Thursday, July 03, 2014

‘American Crucifixion,’ by Alex Beam

Patriarch and Pariah


A religion whose followers believe that the Earth was created somewhere in the neighborhood of the planet Kolob, and that the Garden of Eden was created somewhere in the neighborhood of Kansas City, Mo., would seem to have so fortified itself against mockery that there’s no sport in scorning it. In this respect, Mormonism is an honest reflection of its founder, a man who offers such an easy target that providing even a partial list of his myriad and exotic transgressions feels too easy, like a distasteful piling on.

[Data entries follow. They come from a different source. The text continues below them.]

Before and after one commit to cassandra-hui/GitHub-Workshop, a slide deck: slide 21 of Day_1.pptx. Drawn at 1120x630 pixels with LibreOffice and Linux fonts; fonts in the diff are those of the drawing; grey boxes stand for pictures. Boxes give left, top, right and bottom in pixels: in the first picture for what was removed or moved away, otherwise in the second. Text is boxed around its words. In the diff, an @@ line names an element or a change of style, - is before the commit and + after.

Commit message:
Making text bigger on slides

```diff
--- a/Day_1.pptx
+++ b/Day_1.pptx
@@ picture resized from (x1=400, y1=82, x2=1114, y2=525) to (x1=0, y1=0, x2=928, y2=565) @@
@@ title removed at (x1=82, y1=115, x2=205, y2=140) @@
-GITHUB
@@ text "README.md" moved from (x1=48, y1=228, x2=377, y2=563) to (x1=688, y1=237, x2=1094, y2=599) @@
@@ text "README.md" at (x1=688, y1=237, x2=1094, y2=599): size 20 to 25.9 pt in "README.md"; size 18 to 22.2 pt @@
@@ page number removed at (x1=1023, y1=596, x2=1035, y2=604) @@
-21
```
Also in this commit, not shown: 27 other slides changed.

That founder was Joseph Smith, a teenager who grew up in western New York. In the 1820s, Smith began to “translate,” from tablets he kept wrapped in a tablecloth, a series of visions that became the Book of Mormon, a turgid sci-fi novel that nonetheless managed to sway a nucleus of converts. Unfurling a vision of a restored Christianity that placed America at the center of the world, and offering the possibility of a perfected soul both here on Earth and, after death, in a multitude of heavens, Smith also managed to be so provocative that he and his followers found themselves hounded, in a series of increasingly dramatic upheavals, from New York to Ohio to Missouri to Illinois.

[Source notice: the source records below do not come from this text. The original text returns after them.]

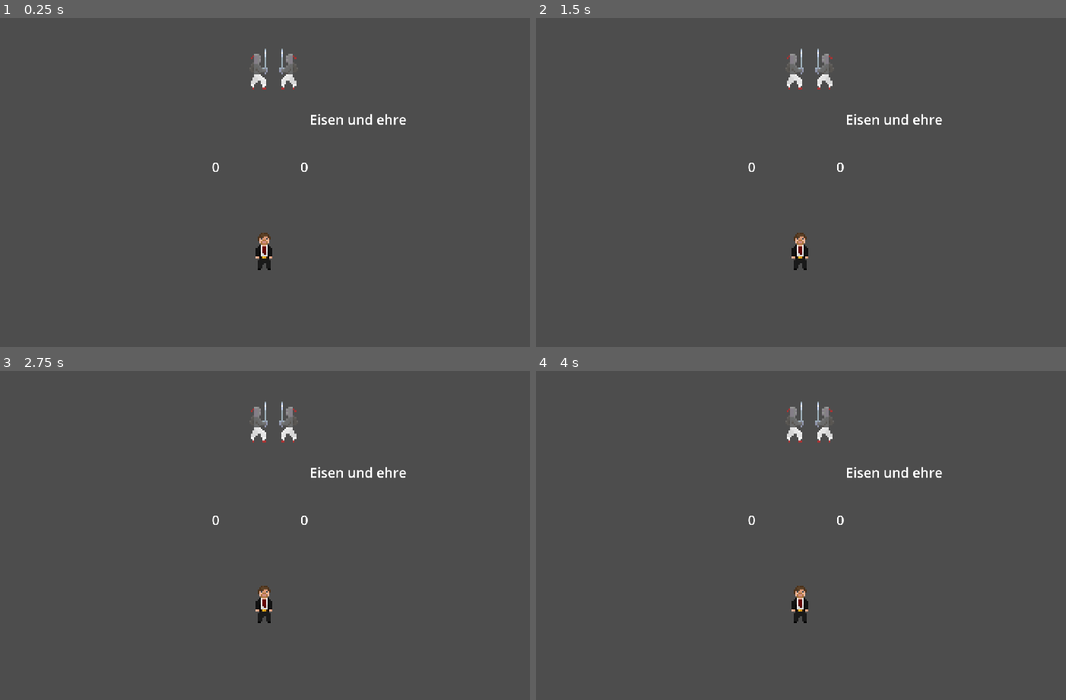
Above: before the commit, frames 1-4 (two rows, left to right).
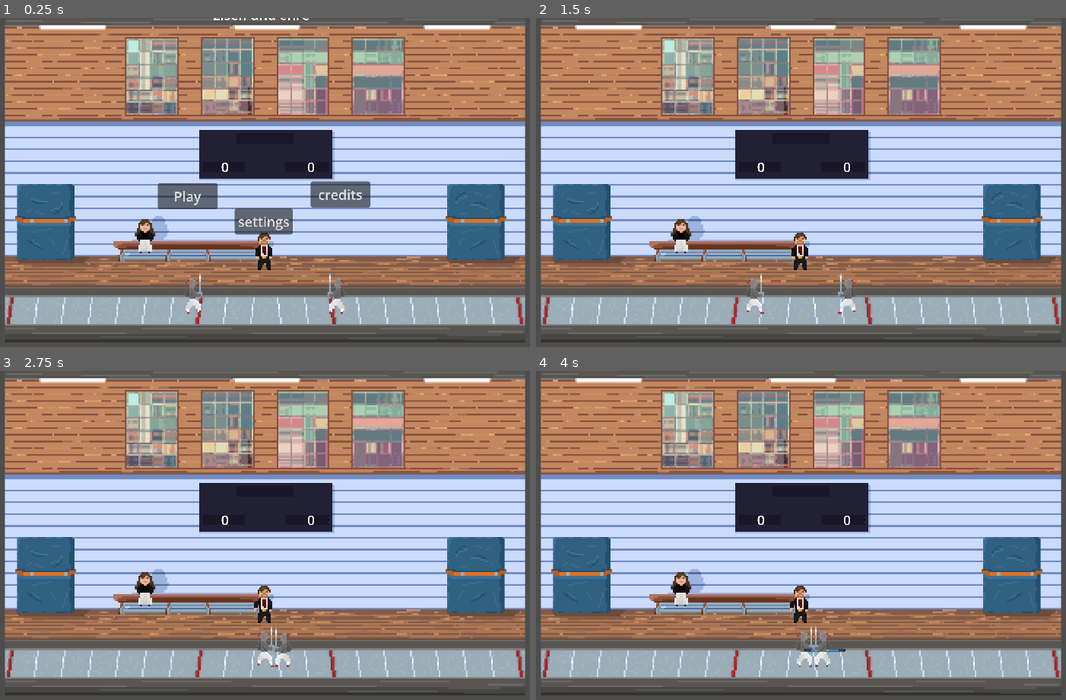
Above: after the commit, the same moments.

Repository: erikdervik/eisen-und-ehre
Game: Godot game, scene res://game.tscn
Two runs of this game, one before a commit and one after it. Both use one fixed random seed, a clock stepped at 60 frames per second and the inputs below. The engine's default icon, where the game draws it, is replaced by a stand-in: a white triangle on a blue panel in a dark square.
Inputs (mouse positions are in pixels of both pictures, inside the frame that each line leads up to):
- Up to frame 1 (0.25 s): no input
- Up to frame 2 (1.5 s): click (721, 195) at 0.5 s, where only the run after the commit has a clickable "Play"; tap Enter at 1.25 s; hold D (p1_right) from 1.28 s (still down); hold Left (p2_left) from 1.28 s (still down)
- Up to frame 3 (2.75 s): keep holding D (p1_right); release Left (p2_left) at 2.03 s; tap Right (p2_right) at 2.1 s
- Up to frame 4 (4 s): tap Space at 2.75 s; release D (p1_right) at 2.78 s; hold A (p1_left) 2.78-3.53 s; hold Left (p2_left) 2.78-3.53 s; hold D (p1_right) from 3.53 s (still down); tap Right (p2_right) at 3.6 s

The runs differ from the first frame. In frame 1, 89% of the frame differs, in the area x 0-100%, y 0-99%; in frame 2, 89%; in frame 3, 89%; in frame 4, 89%.

Commit message:
startpos, background, animation
der hintergrund wurde angepasst und die die startposition der beiden fechter sind genau auf perfekter position
animation für die parade hinzugefügt

Diff:
--- a/fechter.gd
+++ b/fechter.gd
@@ -55,7 +55,7 @@
 		hitTime = 0.0
 
 	lungeVelocity = lungeVelocity - (delta * 600+PI) if lungeVelocity != 0.0 else 0.0
-	lungeVelocity = 0.0 if lungeVelocity < -100 else lungeVelocity
+	lungeVelocity = 0.0 if lungeVelocity < -20 else lungeVelocity
 
 	velocity.x = direction * lungeVelocity if lungeVelocity != 0.0 else velocity.x
 
@@ -93,16 +93,16 @@
 			hitTime = 0.3
 			state = "LUNGE"
 			velocity = Vector2.ZERO
-			lungeVelocity = 300 + 1000 * groundPoundTime
+			lungeVelocity = 300 + 50 * groundPoundTime
 			lungeTime = 0.85
 			$AnimatedSprite2D.play("lunge")
 			emit_signal("action",player,"lunge") # loose priority after lunge is finished
 
 		if Input.is_action_just_pressed(player + "_parry") and state in CAN_PARRY and parryTime < -2:
 			state = "PARRY"
-			parryTime = 0.5
-			parriesTimer = 2.0
-			$AnimatedSprite2D.play("idle")
+			parryTime = 1
+			parriesTimer = 1.5
+			$AnimatedSprite2D.play("parade")
 
 
 
--- a/game.gd
+++ b/game.gd
@@ -29,8 +29,8 @@
 var hasHit = {"p1":false,"p2":false}
 var scores = {"p1":0,"p2":0, "simultan" : 0}
 var winner
-var startpos1 = Vector2(-200,300)
-var startpos2 = Vector2(200,300)
+var startpos1 = Vector2(-72,300)
+var startpos2 = Vector2(72,300)
 
 func _on_hit(p, parries):
 	if parries == false:
@@ -71,6 +71,8 @@
 	p2.player = "p2"
 	add_child(p2)
 	p2.action.connect(_player_action)
+	p1.position = startpos1
+	p2.position = startpos2
 
 func modifyScoreboard(win):
 	scores[win] += 1
--- a/game.tscn
+++ b/game.tscn
@@ -36,6 +36,7 @@
 [ext_resource type="AudioStream" uid="uid://gocsqvuuw7tm" path="res://assets/sounds/parry/parry-14.mp3" id="33_56gn1"]
 [ext_resource type="AudioStream" uid="uid://bfktnrya5aagh" path="res://assets/sounds/parry/parry-15.mp3" id="34_avmo2"]
 [ext_resource type="PackedScene" uid="uid://uhkw8ibv7ur7" path="res://main_ui.tscn" id="36_aa0lp"]
+[ext_resource type="Texture2D" uid="uid://dair51oc7hgui" path="res://assets/sprites/background/background.png" id="37_iu0sx"]
 
 [sub_resource type="WorldBoundaryShape2D" id="WorldBoundaryShape2D_e2o6t"]
 distance = -278.0
@@ -378,16 +379,16 @@
 shape = SubResource("WorldBoundaryShape2D_e2o6t")
 
 [node name="scoreP1" type="Label" parent="."]
-offset_left = 42.0
+offset_left = 50.0
 offset_top = 92.0
-offset_right = 82.0
+offset_right = 90.0
 offset_bottom = 115.0
 text = "0"
 
 [node name="scoreP2" type="Label" parent="."]
-offset_left = -63.0
+offset_left = -52.0
 offset_top = 92.0
-offset_right = -23.0
+offset_right = -12.0
 offset_bottom = 115.0
 text = "0"
 
@@ -410,3 +411,9 @@
 volume_db = 24.0
 
 [node name="MainUI" parent="." instance=ExtResource("36_aa0lp")]
+
+[node name="Sprite2D" type="Sprite2D" parent="."]
+z_index = -1
+position = Vector2(0, 114)
+scale = Vector2(2, 2)
+texture = ExtResource("37_iu0sx")
--- a/main_ui.tscn
+++ b/main_ui.tscn
@@ -18,35 +18,35 @@
 
 [node name="RichTextLabel" type="RichTextLabel" parent="."]
 layout_mode = 0
-offset_left = 55.0
-offset_top = 34.0
-offset_right = 184.0
-offset_bottom = 61.0
+offset_left = -60.0
+offset_top = -90.0
+offset_right = 69.0
+offset_bottom = -63.0
 text = "Eisen und ehre"
 
 [node name="play" type="Button" parent="."]
 layout_mode = 0
-offset_left = 467.0
-offset_top = 280.0
-offset_right = 538.0
-offset_bottom = 311.0
+offset_left = -125.0
+offset_top = 121.0
+offset_right = -54.0
+offset_bottom = 152.0
 text = "Play"
 
 [node name="credits" type="Button" parent="."]
 layout_mode = 0
-offset_left = 468.0
-offset_top = 354.0
-offset_right = 539.0
-offset_bottom = 385.0
+offset_left = 56.0
+offset_top = 119.0
+offset_right = 127.0
+offset_bottom = 150.0
 text = "credits
 "
 
 [node name="settings" type="Button" parent="."]
 layout_mode = 0
-offset_left = 470.0
-offset_top = 317.0
-offset_right = 539.0
-offset_bottom = 348.0
+offset_left = -34.0
+offset_top = 151.0
+offset_right = 35.0
+offset_bottom = 182.0
 text = "settings
 "
 
--- a/player.tscn
+++ b/player.tscn
@@ -324,6 +324,18 @@
 "frames": [{
 "duration": 1.0,
 "texture": SubResource("AtlasTexture_634y6")
+}, {
+"duration": 1.0,
+"texture": SubResource("AtlasTexture_efrwb")
+}, {
+"duration": 1.0,
+"texture": SubResource("AtlasTexture_efrwb")
+}, {
+"duration": 1.0,
+"texture": SubResource("AtlasTexture_efrwb")
+}, {
+"duration": 1.0,
+"texture": SubResource("AtlasTexture_efrwb")
 }, {
 "duration": 1.0,
 "texture": SubResource("AtlasTexture_efrwb")
@@ -384,5 +396,4 @@
 position = Vector2(10, -32)
 scale = Vector2(2, 2)
 sprite_frames = SubResource("SpriteFrames_q13i1")
-animation = &"hit n stand"
-frame_progress = 0.066896185
+animation = &"parade"
Not shown: 1 places in game.tscn that only renumber resources

Alex Beam’s “American Crucifixion” recounts the peregrination of these pariahs. Before they finally evacuated to the Great Salt Lake Valley, which was then part of Mexico, they thought they had found a safe haven in Nauvoo, Ill., the most elaborate of Smith’s foundations. Thence, from all over the United States, Canada and the British Isles, the Mormons flocked. At one point, the city’s population may have surpassed Chicago’s. But Smith’s gift for outrageousness prevailed, and in June 1844 a mob lynched him and his brother. Smith was 38 years old.